Investigating the mechanism of phosphate aquisition by Pseudomonas aeruginosa

铜绿假单胞菌获取磷酸盐的机制研究

• 批准号: 401975-2011
• 负责人: Moraes, Trevor
• 金额: $ 2.99万
• 依托单位: University of Toronto
• 依托单位国家: 加拿大
• 项目类别: Discovery Grants Program - Individual
• 财政年份: 2015
• 资助国家: 加拿大
• 起止时间: 2015-01-01 至 2016-12-31
• 项目状态: 已结题
• 来源: https://www.nserc-crsng.gc.ca/ase-oro/Details-Detailles_eng.asp?id=573117
• 关键词: Investigating; mechanism; phosphate; aquisition; Pseudomonas

Phosphate is an essential nutrient that is found in lipids, nucleic acids, proteins and sugars and is also key to many biological reactions that require ATP and/or signaling pathways that exploit protein phosphorylation. Thus, bacteria utilize a global regulatory circuit, the Pho regulon, to manage intracellular bacterial phosphate homeostasis. The Pho regulon regulates the expression of key proteins involved in the acquisition of phosphate, including integral membrane proteins that play an important role in the transport of phosphate across lipid bilayers and into the cell. These membrane proteins also act as sensory proteins that interact with phosphate binding proteins to detect the levels of extracellular phosphate and in turn regulate their own expression through the Pho regulon. The Pho regulon pathway also controls many other gene networks including the expression and secretion of virulence factors in response to phosphate levels, thus this phosphate acquisition pathway in bacteria is extremely important. The integral membrane proteins (OprP and PstABC) that translocate phosphate interact with their aqueous soluble transport partners (PstS and PhoU) facilitating the transport of these anions and also initiate signaling events that are propagated to control gene expression. Research in the Moraes lab will examine the protein interactions between integral membrane protein transporters and their soluble transporter counterparts that lead to transport and signal transduction. We plan to dissect the components of this pathway and their interactions in molecular detail using tools such as X-ray crystallography to provide atomic resolution 3D- images of the proteins involved in phosphate translocation. Indeed, the high-resolution structure of the outer membrane protein OprP determined by Dr. Moraes provides insight into the first step of phosphate acquisition. Highly qualified personnel will be well trained in the areas of membrane protein structural biology, microbiology, biochemistry and molecular biology, preparing them for careers in basic scientific research and biotechnology.

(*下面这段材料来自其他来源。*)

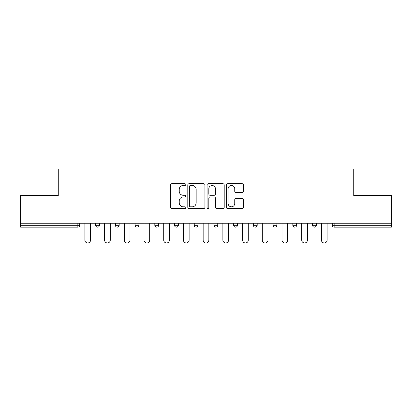 <?xml version="1.0" encoding="UTF-8"?>
<svg xmlns="http://www.w3.org/2000/svg" width="412" height="412" viewBox="0 0 412 412"><rect width="100%" height="100%" fill="white"/><g stroke="black" fill="none" stroke-linecap="round" stroke-linejoin="round"><path stroke-width="0.62" d="M185.781 184.607A0.87 0.87 0 0 0 184.911 183.737L171.732 183.737A1.241 1.241 0 0 0 170.491 184.978L170.491 207.308A1.241 1.241 0 0 0 171.732 208.549L184.911 208.549A0.87 0.87 0 0 0 185.781 207.679A0.87 0.87 0 0 0 184.911 206.809L183.206 206.809A3.971 3.971 0 0 1 179.235 202.843L179.235 200.979A3.971 3.971 0 0 1 183.206 197.013L184.911 197.013A0.87 0.87 0 0 0 185.781 196.143A0.87 0.87 0 0 0 184.911 195.273L183.206 195.273A3.971 3.971 0 0 1 179.235 191.302L179.235 189.443A3.971 3.971 0 0 1 183.206 185.472L184.911 185.472A0.87 0.87 0 0 0 185.781 184.607M242.256 192.481A1.241 1.241 0 0 0 243.492 191.24L243.492 184.978A1.241 1.241 0 0 0 242.256 183.737L227.615 183.737A1.241 1.241 0 0 0 226.373 184.978L226.373 207.308A1.241 1.241 0 0 0 227.615 208.549L242.256 208.549A1.241 1.241 0 0 0 243.492 207.308L243.492 199.738A1.241 1.241 0 0 0 242.256 198.502L235.988 198.502A1.241 1.241 0 0 0 234.747 199.738L234.747 203.492A3.317 3.317 0 0 1 231.431 206.809A3.317 3.317 0 0 1 228.114 203.492L228.114 188.794A3.317 3.317 0 0 1 231.431 185.472A3.317 3.317 0 0 1 234.747 188.794L234.747 191.24A1.241 1.241 0 0 0 235.988 192.481L242.256 192.481M20.6 223.252L20.6 195.571L58.262 195.571L58.262 169.033L353.738 169.033L353.738 195.571L391.4 195.571L391.4 223.252L20.6 223.252L20.6 225.271L77.853 225.271L77.853 223.252M204.913 184.978A1.241 1.241 0 0 0 203.672 183.737L189.036 183.737A1.241 1.241 0 0 0 187.795 184.978L187.795 207.308A1.241 1.241 0 0 0 189.036 208.549L203.672 208.549A1.241 1.241 0 0 0 204.913 207.308L204.913 184.978M208.328 183.737L222.964 183.737A1.241 1.241 0 0 1 224.205 184.978L224.205 207.308A1.241 1.241 0 0 1 222.964 208.549L216.702 208.549A1.241 1.241 0 0 1 215.461 207.308L215.461 198.249A1.241 1.241 0 0 0 214.219 197.013L210.063 197.013A1.241 1.241 0 0 0 208.822 198.249L208.822 207.679A0.87 0.87 0 0 1 207.952 208.549A0.87 0.87 0 0 1 207.087 207.679L207.087 184.978A1.241 1.241 0 0 1 208.328 183.737M77.853 227.167A1.895 1.895 0 0 0 79.748 225.271L77.853 225.271L77.853 227.167A1.895 1.895 0 0 0 79.748 225.271L79.748 223.252L79.748 225.271A1.895 1.895 0 0 1 77.853 227.167L20.6 227.167L20.6 225.271M391.4 223.252L391.4 227.167L334.147 227.167A1.895 1.895 0 0 1 332.252 225.271L332.252 223.252L332.252 225.271A1.895 1.895 0 0 0 334.147 227.167A1.895 1.895 0 0 1 332.252 225.271L391.4 225.271M95.672 223.252L95.672 225.271L95.672 223.252M97.567 227.167A1.895 1.895 0 0 1 95.672 225.271A1.895 1.895 0 0 0 97.567 227.167A1.895 1.895 0 0 0 99.462 225.271L99.462 223.252L99.462 225.271A1.895 1.895 0 0 1 97.567 227.167A1.895 1.895 0 0 1 95.672 225.271L99.462 225.271A1.895 1.895 0 0 1 97.567 227.167M115.386 223.252L115.386 225.271L115.386 223.252M119.176 223.252L119.176 225.271L119.176 223.252M135.1 223.252L135.1 225.271L135.1 223.252M138.89 223.252L138.89 225.271A1.895 1.895 0 0 1 136.995 227.167A1.895 1.895 0 0 1 135.1 225.271A1.895 1.895 0 0 0 136.995 227.167A1.895 1.895 0 0 0 138.89 225.271A1.895 1.895 0 0 1 136.995 227.167A1.895 1.895 0 0 1 135.1 225.271L138.89 225.271M154.814 225.271A1.895 1.895 0 0 0 156.709 227.167A1.895 1.895 0 0 0 158.61 225.271A1.895 1.895 0 0 1 156.709 227.167A1.895 1.895 0 0 0 158.61 225.271L158.61 223.252L158.61 225.271L154.814 225.271A1.895 1.895 0 0 0 156.709 227.167A1.895 1.895 0 0 1 154.814 225.271L154.814 223.252M174.534 223.252L174.534 225.271L174.534 223.252M178.324 223.252L178.324 225.271L178.324 223.252M198.038 223.252L198.038 225.271L194.248 225.271A1.895 1.895 0 0 0 196.143 227.167A1.895 1.895 0 0 1 194.248 225.271L194.248 223.252M213.962 223.252L213.962 225.271L213.962 223.252M217.752 223.252L217.752 225.271L217.752 223.252M233.676 223.252L233.676 225.271L233.676 223.252M237.467 223.252L237.467 225.271L237.467 223.252M253.39 223.252L253.39 225.271L253.39 223.252M257.186 223.252L257.186 225.271A1.895 1.895 0 0 1 255.291 227.167A1.895 1.895 0 0 1 253.39 225.271A1.895 1.895 0 0 0 255.291 227.167A1.895 1.895 0 0 1 253.39 225.271L257.186 225.271A1.895 1.895 0 0 1 255.291 227.167M273.11 223.252L273.11 225.271L273.11 223.252M276.9 223.252L276.9 225.271L276.9 223.252M292.824 223.252L292.824 225.271L292.824 223.252M296.614 223.252L296.614 225.271A1.895 1.895 0 0 1 294.719 227.167A1.895 1.895 0 0 1 292.824 225.271L296.614 225.271A1.895 1.895 0 0 1 294.719 227.167M312.538 223.252L312.538 225.271L312.538 223.252M316.328 223.252L316.328 225.271L316.328 223.252M117.281 227.167A1.895 1.895 0 0 1 115.386 225.271A1.895 1.895 0 0 0 117.281 227.167A1.895 1.895 0 0 0 119.176 225.271A1.895 1.895 0 0 1 117.281 227.167A1.895 1.895 0 0 1 115.386 225.271L119.176 225.271A1.895 1.895 0 0 1 117.281 227.167M176.429 227.167A1.895 1.895 0 0 1 174.534 225.271A1.895 1.895 0 0 0 176.429 227.167A1.895 1.895 0 0 0 178.324 225.271A1.895 1.895 0 0 1 176.429 227.167A1.895 1.895 0 0 1 174.534 225.271L178.324 225.271A1.895 1.895 0 0 1 176.429 227.167M196.143 227.167A1.895 1.895 0 0 0 198.038 225.271A1.895 1.895 0 0 1 196.143 227.167A1.895 1.895 0 0 1 194.248 225.271M215.857 227.167A1.895 1.895 0 0 1 213.962 225.271A1.895 1.895 0 0 0 215.857 227.167A1.895 1.895 0 0 0 217.752 225.271A1.895 1.895 0 0 1 215.857 227.167A1.895 1.895 0 0 1 213.962 225.271L217.752 225.271A1.895 1.895 0 0 1 215.857 227.167M235.571 227.167A1.895 1.895 0 0 1 233.676 225.271L237.467 225.271A1.895 1.895 0 0 1 235.571 227.167A1.895 1.895 0 0 0 237.467 225.271M275.005 227.167A1.895 1.895 0 0 1 273.11 225.271A1.895 1.895 0 0 0 275.005 227.167A1.895 1.895 0 0 0 276.9 225.271A1.895 1.895 0 0 1 275.005 227.167A1.895 1.895 0 0 1 273.11 225.271L276.9 225.271A1.895 1.895 0 0 1 275.005 227.167M314.433 227.167A1.895 1.895 0 0 1 312.538 225.271L316.328 225.271A1.895 1.895 0 0 1 314.433 227.167A1.895 1.895 0 0 0 316.328 225.271M190.401 185.472A0.87 0.87 0 0 0 189.53 186.342L189.53 205.943A0.87 0.87 0 0 0 190.401 206.809L192.198 206.809A3.971 3.971 0 0 0 196.169 202.843L196.169 189.443A3.971 3.971 0 0 0 192.198 185.472L190.401 185.472M215.461 188.856A3.317 3.317 0 0 0 212.139 185.534A3.317 3.317 0 0 0 208.822 188.856L208.822 194.031A1.241 1.241 0 0 0 210.063 195.273L214.219 195.273A1.241 1.241 0 0 0 215.461 194.031L215.461 188.856M84.867 240.124L84.867 223.252L84.867 240.124A2.843 2.843 0 0 0 87.71 242.967A2.843 2.843 0 0 0 90.552 240.124L90.552 223.252M104.581 240.124L104.581 223.252L104.581 240.124A2.843 2.843 0 0 0 107.424 242.967A2.843 2.843 0 0 0 110.267 240.124L110.267 223.252M124.295 240.124L124.295 223.252L124.295 240.124A2.843 2.843 0 0 0 127.138 242.967A2.843 2.843 0 0 0 129.981 240.124L129.981 223.252M144.009 240.124L144.009 223.252L144.009 240.124A2.843 2.843 0 0 0 146.852 242.967A2.843 2.843 0 0 0 149.695 240.124L149.695 223.252M163.724 240.124L163.724 223.252L163.724 240.124A2.843 2.843 0 0 0 166.572 242.967A2.843 2.843 0 0 0 169.414 240.124L169.414 223.252M183.443 240.124L183.443 223.252L183.443 240.124A2.843 2.843 0 0 0 186.286 242.967A2.843 2.843 0 0 0 189.129 240.124L189.129 223.252M203.157 240.124L203.157 223.252L203.157 240.124A2.843 2.843 0 0 0 206 242.967A2.843 2.843 0 0 0 208.843 240.124L208.843 223.252M222.871 240.124L222.871 223.252L222.871 240.124A2.843 2.843 0 0 0 225.714 242.967A2.843 2.843 0 0 0 228.557 240.124L228.557 223.252M242.586 240.124L242.586 223.252L242.586 240.124A2.843 2.843 0 0 0 245.428 242.967A2.843 2.843 0 0 0 248.276 240.124L248.276 223.252M262.305 240.124L262.305 223.252L262.305 240.124A2.843 2.843 0 0 0 265.148 242.967A2.843 2.843 0 0 0 267.991 240.124L267.991 223.252M282.019 240.124L282.019 223.252L282.019 240.124A2.843 2.843 0 0 0 284.862 242.967A2.843 2.843 0 0 0 287.705 240.124L287.705 223.252M301.733 240.124L301.733 223.252L301.733 240.124A2.843 2.843 0 0 0 304.576 242.967A2.843 2.843 0 0 0 307.419 240.124L307.419 223.252M321.448 240.124L321.448 223.252L321.448 240.124A2.843 2.843 0 0 0 324.29 242.967A2.843 2.843 0 0 0 327.133 240.124L327.133 223.252M334.147 223.252L334.147 227.167"/></g></svg>

磷酸盐是一种必需的养分，它在脂质，核酸，蛋白质和糖中发现，也是许多需要ATP和/或信号传导途径的生物反应的关键，这些途径可以利用蛋白质磷酸化。 因此，细菌利用全球调节回路PHO调节量来管理细胞内细菌磷酸盐稳态。 PHO调节量调节与磷酸盐采集有关的关键蛋白的表达，包括整体膜蛋白，这些膜蛋白在磷酸盐跨脂质双层和细胞中发挥重要作用。 这些膜蛋白还充当感官蛋白，与磷酸盐结合蛋白相互作用以检测细胞外磷酸盐的水平，进而通过Pho congulon调节其自身的表达。 PHO调节途径还控制着许多其他基因网络，包括响应磷酸盐水平的毒力因子的表达和分泌，因此细菌中这种磷酸盐采集途径非常重要。 磷酸易位的磷酸盐的整合膜蛋白（OPRP和PSTABC）与它们的水溶性可溶性传输伙伴（PSTS和PHOU）相互作用，促进了这些阴离子的传输，还启动了传播以控制基因表达的信号传导事件。 MORAES实验室中的研究将检查积分膜蛋白转运蛋白与其可溶性转运蛋白对应物之间的蛋白质相互作用，从而导致运输和信号转导。我们计划使用诸如X射线晶体学等工具，以提供参与磷酸盐易位的蛋白质的原子分辨率3D图像，以分子细节进行分子细节的分子相互作用。实际上，由Moraes博士确定的外膜OPRP的高分辨率结构提供了对磷酸盐采集的第一步的见解。高素质的人员将在膜蛋白结构生物学，微生物学，生物化学和分子生物学领域接受良好的培训，为基础科学研究和生物技术的职业做好准备。